What Is Multiple Sclerosis?
Multiple sclerosis (MS) is an inflammatory disease in which the body’s own immune system attacks the central nervous system, damaging the myelin — the covering, or insulation, of certain nerves in the body.
Although the cause of multiple sclerosis is unknown, the disease tends to strike adults 18 to 40 years of age. It can affect any part of the central nervous system, including the brain, spinal cord, and the nerves leading to the eyes. Multiple sclerosis can cause a wide range of disabilities, from mobility problems to cognitive deficits. The disease can exact a heavy emotional toll on those with multiple sclerosis and their loved ones.
Fortunately, multiple sclerosis has become a highly manageable disease over the past two decades. Although there is no cure, new therapies are available that can lessen the effects of multiple sclerosis and dramatically improve patients' quality of life.
Multiple Sclerosis Symptoms
The symptoms of multiple sclerosis may vary between individuals. In addition, they may vary in severity and intensity. Relapses or the exacerbation of symptoms can last for days or weeks and then resolve. Over time, the symptoms of multiple sclerosis can also become chronic and longstanding.
The initial symptom of multiple sclerosis is often blurred or double vision, loss of color vision, or even blindness in one eye. Individuals with multiple sclerosis may experience muscle weakness in their extremities and difficulty with coordination and balance. Some might experience numbness or "pins and needles." Others may have pain or loss of feeling. Heat may cause a temporary worsening of many symptoms.
Multiple sclerosis can cause cognitive impairments such as difficulties with concentration, memory, and judgment. Cognitive symptoms generally do not impact intellect and language ability, are typically mild, and do not cause significant disability.
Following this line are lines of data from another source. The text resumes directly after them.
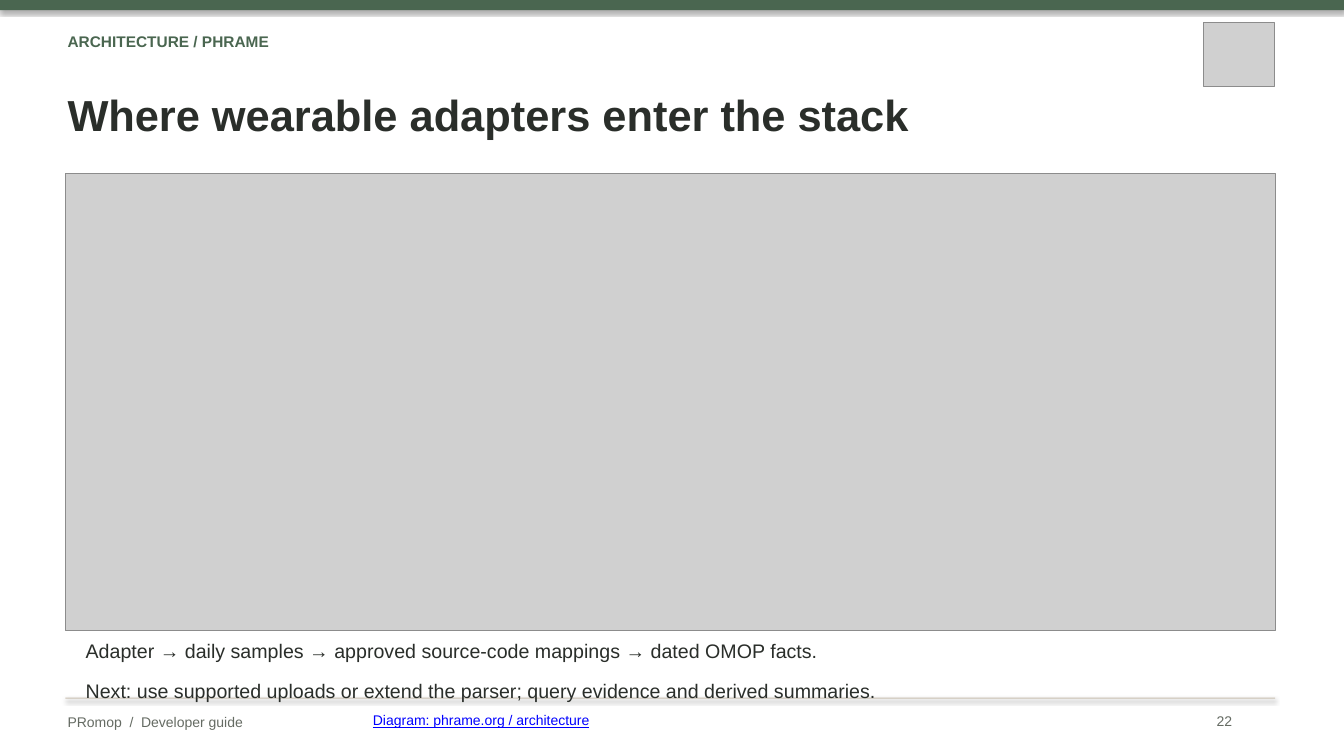
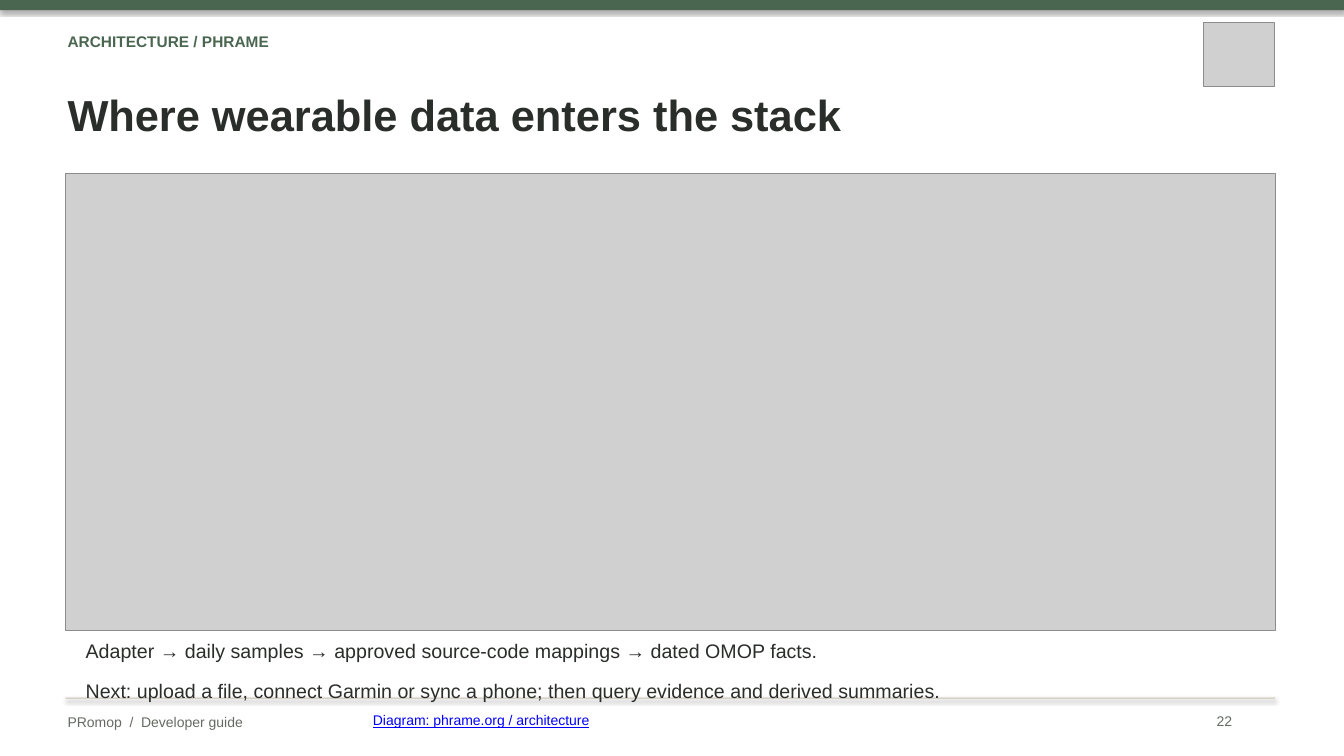
Before and after one commit to healthkey-ai/promop, a slide deck: slide 22 of PRomop_Developer_Guide.pptx. Drawn at 1344x756 pixels with LibreOffice and Linux fonts; fonts in the diff are those of the drawing; grey boxes stand for pictures. Boxes give left, top, right and bottom in pixels: in the first picture for what was removed or moved away, otherwise in the second. Text is boxed around its words. In the diff, an @@ line names an element or a change of style, - is before the commit and + after.

```diff
--- a/PRomop_Developer_Guide.pptx
+++ b/PRomop_Developer_Guide.pptx
@@ text at <box>68,99,841,132</box>: text changed @@
-Where wearable adapters enter the stack
+Where wearable data enters the stack
@@ text at <box>86,684,939,702</box>: text changed @@
-Next: use supported uploads or extend the parser; query evidence and derived summaries.
+Next: upload a file, connect Garmin or sync a phone; then query evidence and derived summaries.
```
Also in this commit, not shown: 8 other slides changed, 2 slides added, 1 slide removed.

Bladder problems or urinary dysfunction are common with multiple sclerosis, although they may not affect everyone with the disease. For those who do experience urinary problems, symptoms vary from person to person and must be dealt with on an individual basis. Symptoms are often manageable, so be sure to tell your doctor as soon as you experience any problems. Mount Sinai’s Corinne Goldsmith Dickinson Center for Multiple Sclerosis works closely with our affiliated urologist to treat urinary symptoms promptly.
About half of all people diagnosed with multiple sclerosis will have some type of vision problem during the course of their disease. Many MS-related eye problems are temporary. Many come and go repeatedly. Blurred or double vision are the most common early symptoms of multiple sclerosis. Report any type of vision loss to your doctor immediately. The Corinne Goldsmith Dickinson Center for Multiple Sclerosis works directly with a neuro-ophthalmologist to treat the vision problems of patients with multiple sclerosis.
Multiple sclerosis can affect sexuality both directly and indirectly. Women may experience pain, numbness or decreased lubrication, while men may suffer erectile dysfunction. Psychological factors may also decrease desire. Physicians, social workers and other health professionals at the Corinne Goldsmith Dickinson Center for Multiple Sclerosis can help with these problems. Although you may be embarrassed to broach the topic, it is important to discuss your symptoms with our staff.
Fatigue is one of the most common symptoms of multiple sclerosis. Fatigue may be a primary symptom or it may be the result of other symptoms, such as weakness or pain. Some MS-related fatigue is constant, while some pain comes and goes. Fatigue is a highly treatable symptom of multiple sclerosis. Keep a diary of your energy level and bring these notes to your doctor to help assess your treatment options.
Depression is one of the most treatable symptoms of multiple sclerosis. Whether your depression is a psychological response to the disease or a physiological aspect of it, depression is a manageable condition.
Talk to your doctor about your feelings of sadness, grief or anxiety. Social workers at the Corinne Goldsmith Dickinson Center for Multiple Sclerosis can provide emotional support, while our MS-trained psychiatrist can treat the psychiatric and emotional consequences of multiple sclerosis.